# 1.3. The Environment During Propagation¶

Each `Body`

object and its constituent members is updated to the current state and time automatically during the numerical propagation. We stress that only those models that are relevant for a given propagation are updated every time step (this is handled automatically, without user intervention). Some time-dependent properties of the body are set in the environment models themselves. Others are updated and stored directly in the `Body`

object. Below is a full list of (possibly) time varying environment models, and how to retrieve them from a Body object during propagation.

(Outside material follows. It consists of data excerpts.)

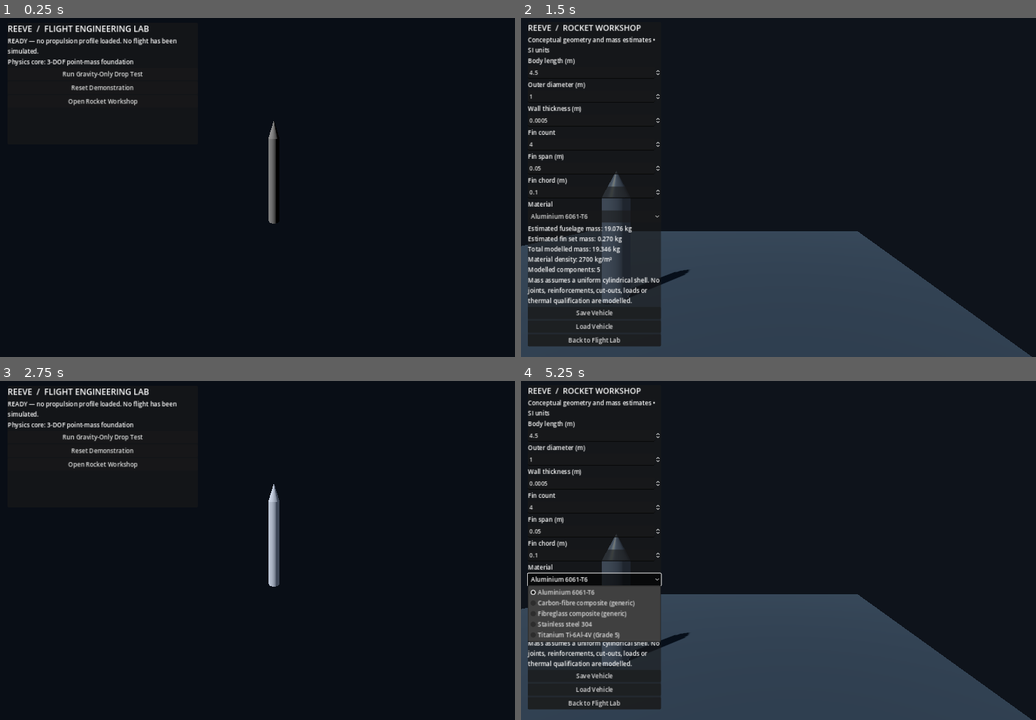
Above: before the commit, frames 1-4 (two rows, left to right).
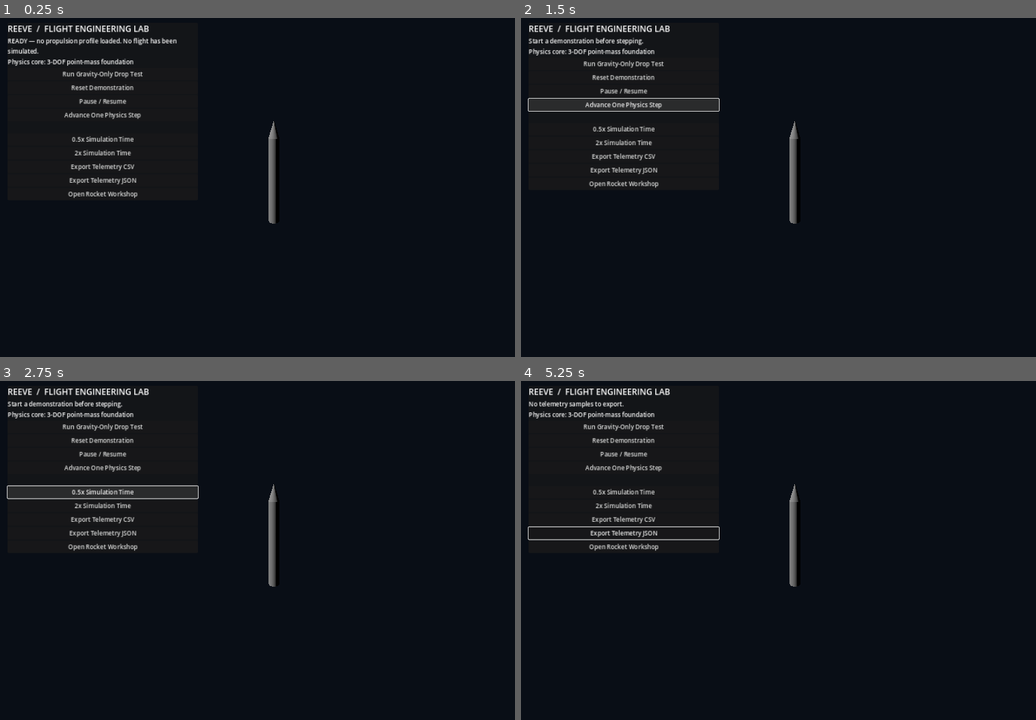
Above: after the commit, the same moments.

Repository: Inflare12/Reeve
Game: Godot game, scene res://scenes/main/main.tscn
Two runs of this game, one before a commit and one after it. Both use one fixed random seed, a clock stepped at 60 frames per second and the inputs below.
Inputs (mouse positions are in pixels of both pictures, inside the frame that each line leads up to):
- Up to frame 1 (0.25 s): no input
- Up to frame 2 (1.5 s): click (624, 102) at 0.5 s, where only the run after the commit has a clickable "Pause / Resume"; click (624, 106) at 1.25 s, where only the run after the commit has a clickable "Advance One Physics Step"
- Up to frame 3 (2.75 s): click "Back to Flight Lab" (after the commit: "0.5x Simulation Time") at 2 s
- Up to frame 4 (5.25 s): click "Open Rocket Workshop" (after the commit: "2x Simulation Time") at 2.75 s; click (624, 519) at 3.5 s, where only the run after the commit has a clickable "Export Telemetry CSV"; click (624, 533) at 4.25 s, where only the run after the commit has a clickable "Export Telemetry JSON"; click (593, 581) at 5 s, where only the run before the commit has a clickable "Aluminium 6061-T6"

The runs differ from the first frame. In frame 1, 1.0% of the frame differs, in the area x 12-28%, y 23-54%; in frame 2, 32%; in frame 3, 3.3%; in frame 4, 33%, in the area x 0-100%, y 2-100%.

Commit message:
Add pause, resume, single-step, time scaling and telemetry export controls

Diff:
--- a/scripts/main.gd
+++ b/scripts/main.gd
@@ -5,6 +5,9 @@
 @onready var camera: Camera3D = $Camera3D
 
 var simulation := ReeveSimulationController.new()
+var time_scale: float = 1.0
+var run_button: Button
+var time_scale_label: Label
 
 func _ready() -> void:
 	camera.look_at(Vector3(0.0, 2.0, 0.0), Vector3.UP)
@@ -22,6 +25,53 @@
 	reset_button.pressed.connect(_reset_demonstration)
 	$CanvasLayer/Panel/Info.add_child(reset_button)
 
+	var pause_button := Button.new()
+	pause_button.name = "PauseResumeButton"
+	pause_button.text = "Pause / Resume"
+	pause_button.pressed.connect(_toggle_pause)
+	$CanvasLayer/Panel/Info.add_child(pause_button)
+
+	var step_button := Button.new()
+	step_button.name = "SingleStepButton"
+	step_button.text = "Advance One Physics Step"
+	step_button.pressed.connect(_single_step)
+	$CanvasLayer/Panel/Info.add_child(step_button)
+
+	time_scale_label = Label.new()
+	time_scale_label.name = "TimeScaleLabel"
+	$CanvasLayer/Panel/Info.add_child(time_scale_label)
+	_update_time_scale_label()
+
+	var slower_button := Button.new()
+	slower_button.name = "SlowerButton"
+	slower_button.text = "0.5x Simulation Time"
+	slower_button.pressed.connect(func() -> void:
+		time_scale = maxf(0.125, time_scale * 0.5)
+		_update_time_scale_label()
+	)
+	$CanvasLayer/Panel/Info.add_child(slower_button)
+
+	var faster_button := Button.new()
+	faster_button.name = "FasterButton"
+	faster_button.text = "2x Simulation Time"
+	faster_button.pressed.connect(func() -> void:
+		time_scale = minf(8.0, time_scale * 2.0)
+		_update_time_scale_label()
+	)
+	$CanvasLayer/Panel/Info.add_child(faster_button)
+
+	var export_csv_button := Button.new()
+	export_csv_button.name = "ExportCsvButton"
+	export_csv_button.text = "Export Telemetry CSV"
+	export_csv_button.pressed.connect(_export_csv)
+	$CanvasLayer/Panel/Info.add_child(export_csv_button)
+
+	var export_json_button := Button.new()
+	export_json_button.name = "ExportJsonButton"
+	export_json_button.text = "Export Telemetry JSON"
+	export_json_button.pressed.connect(_export_json)
+	$CanvasLayer/Panel/Info.add_child(export_json_button)
+
 	var workshop_button := Button.new()
 	workshop_button.name = "WorkshopButton"
 	workshop_button.text = "Open Rocket Workshop"
@@ -33,12 +83,51 @@
 func _process(delta: float) -> void:
 	if not simulation.running:
 		return
-	simulation.advance_frame(delta)
+	simulation.advance_frame(delta, time_scale)
 	_update_flight_display()
 	if simulation.ground_contact:
 		status_label.text = "GROUND CONTACT — demonstration complete"
 	elif not simulation.last_error.is_empty():
 		status_label.text = "SIMULATION ERROR — %s" % simulation.last_error
+
+func _toggle_pause() -> void:
+	if simulation.state == null:
+		status_label.text = "Start a demonstration before pausing."
+	elif simulation.running:
+		simulation.pause()
+		status_label.text = "PAUSED — simulation state preserved"
+	else:
+		simulation.resume()
+		status_label.text = "RUNNING — simulation resumed"
+
+func _single_step() -> void:
+	if simulation.state == null:
+		status_label.text = "Start a demonstration before stepping."
+		return
+	simulation.pause()
+	if simulation.step_once():
+		status_label.text = "PAUSED — advanced exactly one %.6f s physics step" % simulation.fixed_dt_s
+		_update_flight_display()
+	else:
+		status_label.text = "STEP FAILED — %s" % simulation.last_error
+
+func _update_time_scale_label() -> void:
+	if time_scale_label != null:
+		time_scale_label.text = "Simulation time scale: %.3gx" % time_scale
+
+func _export_csv() -> void:
+	if simulation.telemetry.samples.is_empty():
+		status_label.text = "No telemetry samples to export."
+		return
+	var result: Error = simulation.telemetry.export_csv("user://reeve_telemetry.csv")
+	status_label.text = "CSV exported to user://reeve_telemetry.csv" if result == OK else "CSV export failed: %s" % error_string(result)
+
+func _export_json() -> void:
+	if simulation.telemetry.samples.is_empty():
+		status_label.text = "No telemetry samples to export."
+		return
+	var result: Error = simulation.telemetry.export_json("user://reeve_telemetry.json")
+	status_label.text = "JSON exported to user://reeve_telemetry.json" if result == OK else "JSON export failed: %s" % error_string(result)
 
 func _start_gravity_drop() -> void:
 	var initial_state := ReeveFlightState.new()
@@ -73,7 +162,8 @@
 	var state := simulation.state
 	var atmosphere := ReeveAtmosphere.sample(state.position_m.y)
 	var speed: float = state.velocity_m_s.length()
-	var dynamic_pressure: float = 0.5 * float(atmosphere.density_kg_m3) * speed * speed
+	var relative_air_speed: float = (state.velocity_m_s - simulation.wind_velocity_m_s).length()
+	var dynamic_pressure: float = 0.5 * float(atmosphere.density_kg_m3) * relative_air_speed * relative_air_speed
 	$RocketVisual.position = state.position_m
 	camera.position = state.position_m + Vector3(10.0, 6.0, 13.0)
 	camera.look_at(state.position_m + Vector3.UP * 2.0, Vector3.UP)

**The current translational state**

Retrieved direct from a`Body`

object directly, with the`getState`

function, as Cartesian elements. Note that this state isalwaysin the global frame origin and orientation (note that separate`getPosition`

and`getVelocity`

functions are also available.

**The current rotational state**

Retrieved direct from a`Body`

object directly. The current orientation is defined by the body’s rotation model, and is retrieved as a quaternion. To get the quaternion to transform a vector from inertial (e.g. with global frame orientation) to the body-fixed frame, the`getCurrentRotationToLocalFrame`

can be used. The inverse rotation can be obtained from`getCurrentRotationToGlobalFrame`

. The time-derivative of the orientation is provided in two formulations (with equivalent information content): the angular velocity vector, and the time derivative of the rotation matrix. The angular velocity vector, in inertial and body-fixed coordinates, is obtained from the`getCurrentAngularVelocityVectorInGlobalFrame`

and`getCurrentAngularVelocityVectorInLocalFrame`

functions respectively. The time-derivative of the rotation matrix from inertial to body-fixed frame is given by`getCurrentRotationMatrixDerivativeToLocalFrame`

, while the derivative of the inverse rotation is taken from`getCurrentRotationMatrixDerivativeToGlobalFrame`

**The current body mass**

Retrieved direct from a`Body`

object directly, with the`getBodyMass`

function.

**Spherical harmonic gravity field coefficients**

These coefficients may be time variable (set by using one or more`GravityFieldVariationSettings`

). The cosine and sine coefficients can be retrieved from a Body object through its gravity field model. A piece of example code on retrieving these coefficients is given below for the case of Earth:

```
NamedBodyMap bodyMap = ....
std::shared_ptr< SphericalHarmonicsGravityField > sphericalHarmonicsGravityField =
std::dynamic_pointer_cast< SphericalHarmonicsGravityField >( bodyMap.at( "Earth" ) );
if( sphericalHarmonicsGravityField == nullptr )
{
throw std::runtime_error( "Error when retrieving spherical harmonic coefficients: Earth does not have a SphericalHarmonicsGravityField" );
}
Eigen::MatrixXd cosineCoefficients = sphericalHarmonicsGravityField->getCosineCoefficients( );
Eigen::MatrixXd sineCoefficients = sphericalHarmonicsGravityField->getSineCoefficients( );
```

Note the check to see if the `dynamic_pointer_cast`

was succesfull. These checks are very helpful in ascertaining the reason for a crashing program.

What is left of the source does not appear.